En écho à cette charge contre la gauche mondaine et son invariable bêtise, ce constat de Claude LEVI-STRAUSS :
"Un choix éthique qui engage la culture du pays d'accueil ne peut s'exercer qu'entre deux partis : soit proclamer que tout ce qui peut se prévaloir de la coutume est permis n'importe où ; soit renvoyer dans leur pays d'origine ceux qui - et c'est leur droit - entendent rester fidèles à leurs usages même si, quel qu'en soit le motif, ils blessent gravement la susceptibilité de leur hôte.
In
Claude-LEVI-STRAUSS.
Nous sommes tous des cannibales, page 90. Le Seuil, Paris, 2013 (Collection La librairie du XXIe siècle).
Nous sommes tous des cannibales, page 90. Le Seuil, Paris, 2013 (Collection La librairie du XXIe siècle).
Deux remarques s'imposent :
Marcel GAUCHET ne se réclame d'aucune religion ni d'aucun parti. C'est un sociologue d'une rare finesse.

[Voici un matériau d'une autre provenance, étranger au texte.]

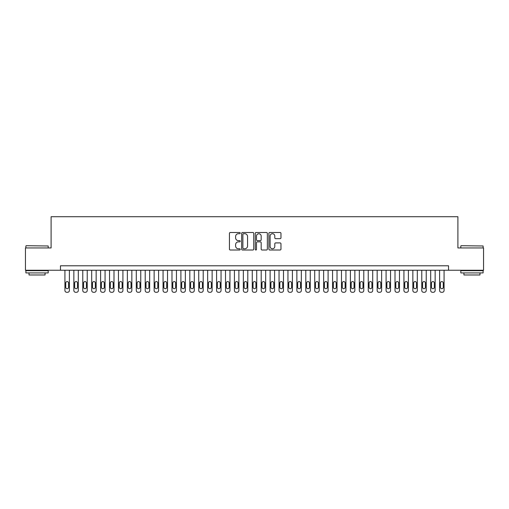 <?xml version="1.0" encoding="UTF-8"?>
<svg xmlns="http://www.w3.org/2000/svg" width="509" height="509" viewBox="0 0 509 509"><rect width="100%" height="100%" fill="white"/><g stroke="black" fill="none" stroke-linecap="round" stroke-linejoin="round"><path stroke-width="0.76" d="M240.229 233.109A0.611 0.611 0 0 0 239.612 232.498L230.31 232.498A0.878 0.878 0 0 0 229.432 233.37L229.432 249.13A0.878 0.878 0 0 0 230.31 250.008L239.612 250.008A0.611 0.611 0 0 0 240.229 249.397A0.611 0.611 0 0 0 239.612 248.78L238.409 248.78A2.8 2.8 0 0 1 235.61 245.981L235.61 244.67A2.8 2.8 0 0 1 238.409 241.864L239.612 241.864A0.611 0.611 0 0 0 240.229 241.253A0.611 0.611 0 0 0 239.612 240.636L238.409 240.636A2.8 2.8 0 0 1 235.61 237.837L235.61 236.526A2.8 2.8 0 0 1 238.409 233.72L239.612 233.72A0.611 0.611 0 0 0 240.229 233.109M280.09 238.67A0.878 0.878 0 0 0 280.968 237.792L280.968 233.37A0.878 0.878 0 0 0 280.09 232.498L269.757 232.498A0.878 0.878 0 0 0 268.886 233.37L268.886 249.13A0.878 0.878 0 0 0 269.757 250.008L280.09 250.008A0.878 0.878 0 0 0 280.968 249.13L280.968 243.792A0.878 0.878 0 0 0 280.09 242.914L275.668 242.914A0.878 0.878 0 0 0 274.796 243.792L274.796 246.439A2.341 2.341 0 0 1 272.449 248.78A2.341 2.341 0 0 1 270.107 246.439L270.107 236.061A2.341 2.341 0 0 1 272.449 233.72A2.341 2.341 0 0 1 274.796 236.061L274.796 237.792A0.878 0.878 0 0 0 275.668 238.67L280.09 238.67M60.463 270.247L25.45 270.247L25.45 247.94L51.097 247.94L51.097 216.719L457.903 216.719L457.903 247.94L483.55 247.94L483.55 270.247L448.537 270.247L448.537 265.787L60.463 265.787L60.463 270.247L448.537 270.247M253.737 233.37A0.878 0.878 0 0 0 252.858 232.498L242.526 232.498A0.878 0.878 0 0 0 241.648 233.37L241.648 249.13A0.878 0.878 0 0 0 242.526 250.008L252.858 250.008A0.878 0.878 0 0 0 253.737 249.13L253.737 233.37M256.142 232.498L266.474 232.498A0.878 0.878 0 0 1 267.352 233.37L267.352 249.13A0.878 0.878 0 0 1 266.474 250.008L262.052 250.008A0.878 0.878 0 0 1 261.174 249.13L261.174 242.742A0.878 0.878 0 0 0 260.303 241.864L257.369 241.864A0.878 0.878 0 0 0 256.491 242.742L256.491 249.397A0.611 0.611 0 0 1 255.881 250.008A0.611 0.611 0 0 1 255.263 249.397L255.263 233.37A0.878 0.878 0 0 1 256.142 232.498M243.487 233.72A0.611 0.611 0 0 0 242.876 234.337L242.876 248.169A0.611 0.611 0 0 0 243.487 248.78L244.759 248.78A2.8 2.8 0 0 0 247.559 245.981L247.559 236.526A2.8 2.8 0 0 0 244.759 233.72L243.487 233.72M261.174 236.106A2.341 2.341 0 0 0 258.833 233.765A2.341 2.341 0 0 0 256.491 236.106L256.491 239.764A0.878 0.878 0 0 0 257.369 240.636L260.303 240.636A0.878 0.878 0 0 0 261.174 239.764L261.174 236.106M69.389 270.247L69.389 290.499A1.781 1.781 0 0 1 67.602 292.281L66.711 292.281A1.781 1.781 0 0 1 64.923 290.499L64.923 270.247M68.581 287.286L68.581 283.004A1.425 1.425 0 0 0 67.156 281.579A1.425 1.425 0 0 0 65.731 283.004L65.731 287.286A1.425 1.425 0 0 0 67.156 288.711A1.425 1.425 0 0 0 68.581 287.286M26.163 245.713L48.196 245.981L26.163 245.713M37.049 272.919L25.895 272.919L25.895 270.693L48.196 270.693L48.196 272.919L37.049 272.919M45.078 272.919L45.078 274.975L29.019 274.975L29.019 272.919M461.071 245.713L483.105 245.981L461.071 245.713M471.951 272.919L460.804 272.919L460.804 270.693L483.105 270.693L483.105 272.919L471.951 272.919M479.981 272.919L479.981 274.975L463.922 274.975L463.922 272.919M78.31 270.247L78.31 290.499A1.781 1.781 0 0 1 76.522 292.281L75.631 292.281A1.781 1.781 0 0 1 73.85 290.499L73.85 270.247M77.502 287.286L77.502 283.004A1.425 1.425 0 0 0 76.076 281.579A1.425 1.425 0 0 0 74.651 283.004L74.651 287.286A1.425 1.425 0 0 0 76.076 288.711A1.425 1.425 0 0 0 77.502 287.286M87.23 270.247L87.23 290.499A1.781 1.781 0 0 1 85.442 292.281L84.551 292.281A1.781 1.781 0 0 1 82.77 290.499L82.77 270.247M86.428 287.286L86.428 283.004A1.425 1.425 0 0 0 84.997 281.579A1.425 1.425 0 0 0 83.571 283.004L83.571 287.286A1.425 1.425 0 0 0 84.997 288.711A1.425 1.425 0 0 0 86.428 287.286M96.15 270.247L96.15 290.499A1.781 1.781 0 0 1 94.369 292.281L93.471 292.281A1.781 1.781 0 0 1 91.69 290.499L91.69 270.247M95.348 287.286L95.348 283.004A1.425 1.425 0 0 0 93.917 281.579A1.425 1.425 0 0 0 92.492 283.004L92.492 287.286A1.425 1.425 0 0 0 93.917 288.711A1.425 1.425 0 0 0 95.348 287.286M105.07 270.247L105.07 290.499A1.781 1.781 0 0 1 103.289 292.281L102.392 292.281A1.781 1.781 0 0 1 100.61 290.499L100.61 270.247M104.269 287.286L104.269 283.004A1.425 1.425 0 0 0 102.843 281.579A1.425 1.425 0 0 0 101.412 283.004L101.412 287.286A1.425 1.425 0 0 0 102.843 288.711A1.425 1.425 0 0 0 104.269 287.286M113.991 270.247L113.991 290.499A1.781 1.781 0 0 1 112.209 292.281L111.318 292.281A1.781 1.781 0 0 1 109.53 290.499L109.53 270.247M113.189 287.286L113.189 283.004A1.425 1.425 0 0 0 111.764 281.579A1.425 1.425 0 0 0 110.332 283.004L110.332 287.286A1.425 1.425 0 0 0 111.764 288.711A1.425 1.425 0 0 0 113.189 287.286M122.911 270.247L122.911 290.499A1.781 1.781 0 0 1 121.129 292.281L120.239 292.281A1.781 1.781 0 0 1 118.451 290.499L118.451 270.247M122.109 287.286L122.109 283.004A1.425 1.425 0 0 0 120.684 281.579A1.425 1.425 0 0 0 119.259 283.004L119.259 287.286A1.425 1.425 0 0 0 120.684 288.711A1.425 1.425 0 0 0 122.109 287.286M131.837 270.247L131.837 290.499A1.781 1.781 0 0 1 130.049 292.281L129.159 292.281A1.781 1.781 0 0 1 127.371 290.499L127.371 270.247M131.029 287.286L131.029 283.004A1.425 1.425 0 0 0 129.604 281.579A1.425 1.425 0 0 0 128.179 283.004L128.179 287.286A1.425 1.425 0 0 0 129.604 288.711A1.425 1.425 0 0 0 131.029 287.286M140.758 270.247L140.758 290.499A1.781 1.781 0 0 1 138.97 292.281L138.079 292.281A1.781 1.781 0 0 1 136.297 290.499L136.297 270.247M139.95 287.286L139.95 283.004A1.425 1.425 0 0 0 138.524 281.579A1.425 1.425 0 0 0 137.099 283.004L137.099 287.286A1.425 1.425 0 0 0 138.524 288.711A1.425 1.425 0 0 0 139.95 287.286M149.678 270.247L149.678 290.499A1.781 1.781 0 0 1 147.89 292.281L146.999 292.281A1.781 1.781 0 0 1 145.218 290.499L145.218 270.247M148.876 287.286L148.876 283.004A1.425 1.425 0 0 0 147.445 281.579A1.425 1.425 0 0 0 146.019 283.004L146.019 287.286A1.425 1.425 0 0 0 147.445 288.711A1.425 1.425 0 0 0 148.876 287.286M158.598 270.247L158.598 290.499A1.781 1.781 0 0 1 156.817 292.281L155.919 292.281A1.781 1.781 0 0 1 154.138 290.499L154.138 270.247M157.796 287.286L157.796 283.004A1.425 1.425 0 0 0 156.365 281.579A1.425 1.425 0 0 0 154.94 283.004L154.94 287.286A1.425 1.425 0 0 0 156.365 288.711A1.425 1.425 0 0 0 157.796 287.286M167.518 270.247L167.518 290.499A1.781 1.781 0 0 1 165.737 292.281L164.84 292.281A1.781 1.781 0 0 1 163.058 290.499L163.058 270.247M166.717 287.286L166.717 283.004A1.425 1.425 0 0 0 165.291 281.579A1.425 1.425 0 0 0 163.86 283.004L163.86 287.286A1.425 1.425 0 0 0 165.291 288.711A1.425 1.425 0 0 0 166.717 287.286M176.438 270.247L176.438 290.499A1.781 1.781 0 0 1 174.657 292.281L173.766 292.281A1.781 1.781 0 0 1 171.978 290.499L171.978 270.247M175.637 287.286L175.637 283.004A1.425 1.425 0 0 0 174.212 281.579A1.425 1.425 0 0 0 172.78 283.004L172.78 287.286A1.425 1.425 0 0 0 174.212 288.711A1.425 1.425 0 0 0 175.637 287.286M185.359 270.247L185.359 290.499A1.781 1.781 0 0 1 183.577 292.281L182.686 292.281A1.781 1.781 0 0 1 180.899 290.499L180.899 270.247M184.557 287.286L184.557 283.004A1.425 1.425 0 0 0 183.132 281.579A1.425 1.425 0 0 0 181.707 283.004L181.707 287.286A1.425 1.425 0 0 0 183.132 288.711A1.425 1.425 0 0 0 184.557 287.286M194.285 270.247L194.285 290.499A1.781 1.781 0 0 1 192.497 292.281L191.607 292.281A1.781 1.781 0 0 1 189.819 290.499L189.819 270.247M193.477 287.286L193.477 283.004A1.425 1.425 0 0 0 192.052 281.579A1.425 1.425 0 0 0 190.627 283.004L190.627 287.286A1.425 1.425 0 0 0 192.052 288.711A1.425 1.425 0 0 0 193.477 287.286M203.206 270.247L203.206 290.499A1.781 1.781 0 0 1 201.418 292.281L200.527 292.281A1.781 1.781 0 0 1 198.745 290.499L198.745 270.247M202.397 287.286L202.397 283.004A1.425 1.425 0 0 0 200.972 281.579A1.425 1.425 0 0 0 199.547 283.004L199.547 287.286A1.425 1.425 0 0 0 200.972 288.711A1.425 1.425 0 0 0 202.397 287.286M212.126 270.247L212.126 290.499A1.781 1.781 0 0 1 210.338 292.281L209.447 292.281A1.781 1.781 0 0 1 207.666 290.499L207.666 270.247M211.324 287.286L211.324 283.004A1.425 1.425 0 0 0 209.893 281.579A1.425 1.425 0 0 0 208.467 283.004L208.467 287.286A1.425 1.425 0 0 0 209.893 288.711A1.425 1.425 0 0 0 211.324 287.286M221.046 270.247L221.046 290.499A1.781 1.781 0 0 1 219.264 292.281L218.367 292.281A1.781 1.781 0 0 1 216.586 290.499L216.586 270.247M220.244 287.286L220.244 283.004A1.425 1.425 0 0 0 218.813 281.579A1.425 1.425 0 0 0 217.388 283.004L217.388 287.286A1.425 1.425 0 0 0 218.813 288.711A1.425 1.425 0 0 0 220.244 287.286M229.966 270.247L229.966 290.499A1.781 1.781 0 0 1 228.185 292.281L227.288 292.281A1.781 1.781 0 0 1 225.506 290.499L225.506 270.247M229.165 287.286L229.165 283.004A1.425 1.425 0 0 0 227.739 281.579A1.425 1.425 0 0 0 226.308 283.004L226.308 287.286A1.425 1.425 0 0 0 227.739 288.711A1.425 1.425 0 0 0 229.165 287.286M238.886 270.247L238.886 290.499A1.781 1.781 0 0 1 237.105 292.281L236.214 292.281A1.781 1.781 0 0 1 234.426 290.499L234.426 270.247M238.085 287.286L238.085 283.004A1.425 1.425 0 0 0 236.66 281.579A1.425 1.425 0 0 0 235.228 283.004L235.228 287.286A1.425 1.425 0 0 0 236.66 288.711A1.425 1.425 0 0 0 238.085 287.286M247.807 270.247L247.807 290.499A1.781 1.781 0 0 1 246.025 292.281L245.134 292.281A1.781 1.781 0 0 1 243.347 290.499L243.347 270.247M247.005 287.286L247.005 283.004A1.425 1.425 0 0 0 245.58 281.579A1.425 1.425 0 0 0 244.155 283.004L244.155 287.286A1.425 1.425 0 0 0 245.58 288.711A1.425 1.425 0 0 0 247.005 287.286M256.733 270.247L256.733 290.499A1.781 1.781 0 0 1 254.945 292.281L254.055 292.281A1.781 1.781 0 0 1 252.267 290.499L252.267 270.247M255.925 287.286L255.925 283.004A1.425 1.425 0 0 0 254.5 281.579A1.425 1.425 0 0 0 253.075 283.004L253.075 287.286A1.425 1.425 0 0 0 254.5 288.711A1.425 1.425 0 0 0 255.925 287.286M265.653 270.247L265.653 290.499A1.781 1.781 0 0 1 263.866 292.281L262.975 292.281A1.781 1.781 0 0 1 261.193 290.499L261.193 270.247M264.845 287.286L264.845 283.004A1.425 1.425 0 0 0 263.42 281.579A1.425 1.425 0 0 0 261.995 283.004L261.995 287.286A1.425 1.425 0 0 0 263.42 288.711A1.425 1.425 0 0 0 264.845 287.286M274.574 270.247L274.574 290.499A1.781 1.781 0 0 1 272.786 292.281L271.895 292.281A1.781 1.781 0 0 1 270.114 290.499L270.114 270.247M273.772 287.286L273.772 283.004A1.425 1.425 0 0 0 272.34 281.579A1.425 1.425 0 0 0 270.915 283.004L270.915 287.286A1.425 1.425 0 0 0 272.34 288.711A1.425 1.425 0 0 0 273.772 287.286M283.494 270.247L283.494 290.499A1.781 1.781 0 0 1 281.712 292.281L280.815 292.281A1.781 1.781 0 0 1 279.034 290.499L279.034 270.247M282.692 287.286L282.692 283.004A1.425 1.425 0 0 0 281.261 281.579A1.425 1.425 0 0 0 279.835 283.004L279.835 287.286A1.425 1.425 0 0 0 281.261 288.711A1.425 1.425 0 0 0 282.692 287.286M292.414 270.247L292.414 290.499A1.781 1.781 0 0 1 290.633 292.281L289.736 292.281A1.781 1.781 0 0 1 287.954 290.499L287.954 270.247M291.612 287.286L291.612 283.004A1.425 1.425 0 0 0 290.187 281.579A1.425 1.425 0 0 0 288.756 283.004L288.756 287.286A1.425 1.425 0 0 0 290.187 288.711A1.425 1.425 0 0 0 291.612 287.286M301.334 270.247L301.334 290.499A1.781 1.781 0 0 1 299.553 292.281L298.662 292.281A1.781 1.781 0 0 1 296.874 290.499L296.874 270.247M300.533 287.286L300.533 283.004A1.425 1.425 0 0 0 299.107 281.579A1.425 1.425 0 0 0 297.676 283.004L297.676 287.286A1.425 1.425 0 0 0 299.107 288.711A1.425 1.425 0 0 0 300.533 287.286M310.255 270.247L310.255 290.499A1.781 1.781 0 0 1 308.473 292.281L307.582 292.281A1.781 1.781 0 0 1 305.794 290.499L305.794 270.247M309.453 287.286L309.453 283.004A1.425 1.425 0 0 0 308.028 281.579A1.425 1.425 0 0 0 306.603 283.004L306.603 287.286A1.425 1.425 0 0 0 308.028 288.711A1.425 1.425 0 0 0 309.453 287.286M319.181 270.247L319.181 290.499A1.781 1.781 0 0 1 317.393 292.281L316.503 292.281A1.781 1.781 0 0 1 314.715 290.499L314.715 270.247M318.373 287.286L318.373 283.004A1.425 1.425 0 0 0 316.948 281.579A1.425 1.425 0 0 0 315.523 283.004L315.523 287.286A1.425 1.425 0 0 0 316.948 288.711A1.425 1.425 0 0 0 318.373 287.286M328.101 270.247L328.101 290.499A1.781 1.781 0 0 1 326.314 292.281L325.423 292.281A1.781 1.781 0 0 1 323.641 290.499L323.641 270.247M327.293 287.286L327.293 283.004A1.425 1.425 0 0 0 325.868 281.579A1.425 1.425 0 0 0 324.443 283.004L324.443 287.286A1.425 1.425 0 0 0 325.868 288.711A1.425 1.425 0 0 0 327.293 287.286M337.022 270.247L337.022 290.499A1.781 1.781 0 0 1 335.234 292.281L334.343 292.281A1.781 1.781 0 0 1 332.562 290.499L332.562 270.247M336.22 287.286L336.22 283.004A1.425 1.425 0 0 0 334.788 281.579A1.425 1.425 0 0 0 333.363 283.004L333.363 287.286A1.425 1.425 0 0 0 334.788 288.711A1.425 1.425 0 0 0 336.22 287.286M345.942 270.247L345.942 290.499A1.781 1.781 0 0 1 344.16 292.281L343.263 292.281A1.781 1.781 0 0 1 341.482 290.499L341.482 270.247M345.14 287.286L345.14 283.004A1.425 1.425 0 0 0 343.709 281.579A1.425 1.425 0 0 0 342.283 283.004L342.283 287.286A1.425 1.425 0 0 0 343.709 288.711A1.425 1.425 0 0 0 345.14 287.286M354.862 270.247L354.862 290.499A1.781 1.781 0 0 1 353.081 292.281L352.183 292.281A1.781 1.781 0 0 1 350.402 290.499L350.402 270.247M354.06 287.286L354.06 283.004A1.425 1.425 0 0 0 352.635 281.579A1.425 1.425 0 0 0 351.204 283.004L351.204 287.286A1.425 1.425 0 0 0 352.635 288.711A1.425 1.425 0 0 0 354.06 287.286M363.782 270.247L363.782 290.499A1.781 1.781 0 0 1 362.001 292.281L361.11 292.281A1.781 1.781 0 0 1 359.322 290.499L359.322 270.247M362.981 287.286L362.981 283.004A1.425 1.425 0 0 0 361.555 281.579A1.425 1.425 0 0 0 360.124 283.004L360.124 287.286A1.425 1.425 0 0 0 361.555 288.711A1.425 1.425 0 0 0 362.981 287.286M372.703 270.247L372.703 290.499A1.781 1.781 0 0 1 370.921 292.281L370.03 292.281A1.781 1.781 0 0 1 368.242 290.499L368.242 270.247M371.901 287.286L371.901 283.004A1.425 1.425 0 0 0 370.476 281.579A1.425 1.425 0 0 0 369.05 283.004L369.05 287.286A1.425 1.425 0 0 0 370.476 288.711A1.425 1.425 0 0 0 371.901 287.286M381.629 270.247L381.629 290.499A1.781 1.781 0 0 1 379.841 292.281L378.95 292.281A1.781 1.781 0 0 1 377.163 290.499L377.163 270.247M380.821 287.286L380.821 283.004A1.425 1.425 0 0 0 379.396 281.579A1.425 1.425 0 0 0 377.971 283.004L377.971 287.286A1.425 1.425 0 0 0 379.396 288.711A1.425 1.425 0 0 0 380.821 287.286M390.549 270.247L390.549 290.499A1.781 1.781 0 0 1 388.761 292.281L387.871 292.281A1.781 1.781 0 0 1 386.089 290.499L386.089 270.247M389.741 287.286L389.741 283.004A1.425 1.425 0 0 0 388.316 281.579A1.425 1.425 0 0 0 386.891 283.004L386.891 287.286A1.425 1.425 0 0 0 388.316 288.711A1.425 1.425 0 0 0 389.741 287.286M399.47 270.247L399.47 290.499A1.781 1.781 0 0 1 397.682 292.281L396.791 292.281A1.781 1.781 0 0 1 395.009 290.499L395.009 270.247M398.668 287.286L398.668 283.004A1.425 1.425 0 0 0 397.236 281.579A1.425 1.425 0 0 0 395.811 283.004L395.811 287.286A1.425 1.425 0 0 0 397.236 288.711A1.425 1.425 0 0 0 398.668 287.286M408.39 270.247L408.39 290.499A1.781 1.781 0 0 1 406.608 292.281L405.711 292.281A1.781 1.781 0 0 1 403.93 290.499L403.93 270.247M407.588 287.286L407.588 283.004A1.425 1.425 0 0 0 406.157 281.579A1.425 1.425 0 0 0 404.731 283.004L404.731 287.286A1.425 1.425 0 0 0 406.157 288.711A1.425 1.425 0 0 0 407.588 287.286M417.31 270.247L417.31 290.499A1.781 1.781 0 0 1 415.529 292.281L414.631 292.281A1.781 1.781 0 0 1 412.85 290.499L412.85 270.247M416.508 287.286L416.508 283.004A1.425 1.425 0 0 0 415.083 281.579A1.425 1.425 0 0 0 413.652 283.004L413.652 287.286A1.425 1.425 0 0 0 415.083 288.711A1.425 1.425 0 0 0 416.508 287.286M426.23 270.247L426.23 290.499A1.781 1.781 0 0 1 424.449 292.281L423.558 292.281A1.781 1.781 0 0 1 421.77 290.499L421.77 270.247M425.429 287.286L425.429 283.004A1.425 1.425 0 0 0 424.003 281.579A1.425 1.425 0 0 0 422.572 283.004L422.572 287.286A1.425 1.425 0 0 0 424.003 288.711A1.425 1.425 0 0 0 425.429 287.286M435.15 270.247L435.15 290.499A1.781 1.781 0 0 1 433.369 292.281L432.478 292.281A1.781 1.781 0 0 1 430.69 290.499L430.69 270.247M434.349 287.286L434.349 283.004A1.425 1.425 0 0 0 432.924 281.579A1.425 1.425 0 0 0 431.498 283.004L431.498 287.286A1.425 1.425 0 0 0 432.924 288.711A1.425 1.425 0 0 0 434.349 287.286M444.077 270.247L444.077 290.499A1.781 1.781 0 0 1 442.289 292.281L441.398 292.281A1.781 1.781 0 0 1 439.611 290.499L439.611 270.247M443.269 287.286L443.269 283.004A1.425 1.425 0 0 0 441.844 281.579A1.425 1.425 0 0 0 440.419 283.004L440.419 287.286A1.425 1.425 0 0 0 441.844 288.711A1.425 1.425 0 0 0 443.269 287.286M25.895 247.94L25.895 245.981M30.979 270.693L30.979 270.247M43.112 270.693L43.112 270.247M48.196 247.94L48.196 245.981M460.804 247.94L460.804 245.981M465.888 270.693L465.888 270.247M478.021 270.693L478.021 270.247M483.105 247.94L483.105 245.981"/></g></svg>

Claude LEVI-STRAUSS a milité au parti socialiste en compagnie de l'un des pires laïcards de la IIIe République, Maurice DEIXONNE. C'est un chaud partisan du relativisme culturel. Il ne prône en aucune façon la supériorité d'une culture sur l'autre. Mais il estime que le respect que l'on doit à chacune d'elle exige que l'on se plie à ses us et coutumes.
Voilà donc deux personnalités qui ne sont en aucune façon des raciste ou des nazis et qui pourfendent, chacune avec ses propres arguments, le multiculturalisme si cher à la belle et calamiteuse carnassière laquelle achève de détruire ce que la IIIe République avait eu tant de mal à édifier. Je reviendrai dans un prochain billet sur deux articles, publiés dans Le Monde et qui illustrent à merveille quoique contradictoirement selon moi, et bien que tous deux écrits par des personnalités de gauche, l'insoluble contradiction de l'anthropologie de l'autoconstruction, hors de toutes les déterminations (familiales, religieuses, sociales, etc. si odieuses à monsieur Vincent PEILLON), et les obligations scolaires. Nous y reviendrons donc.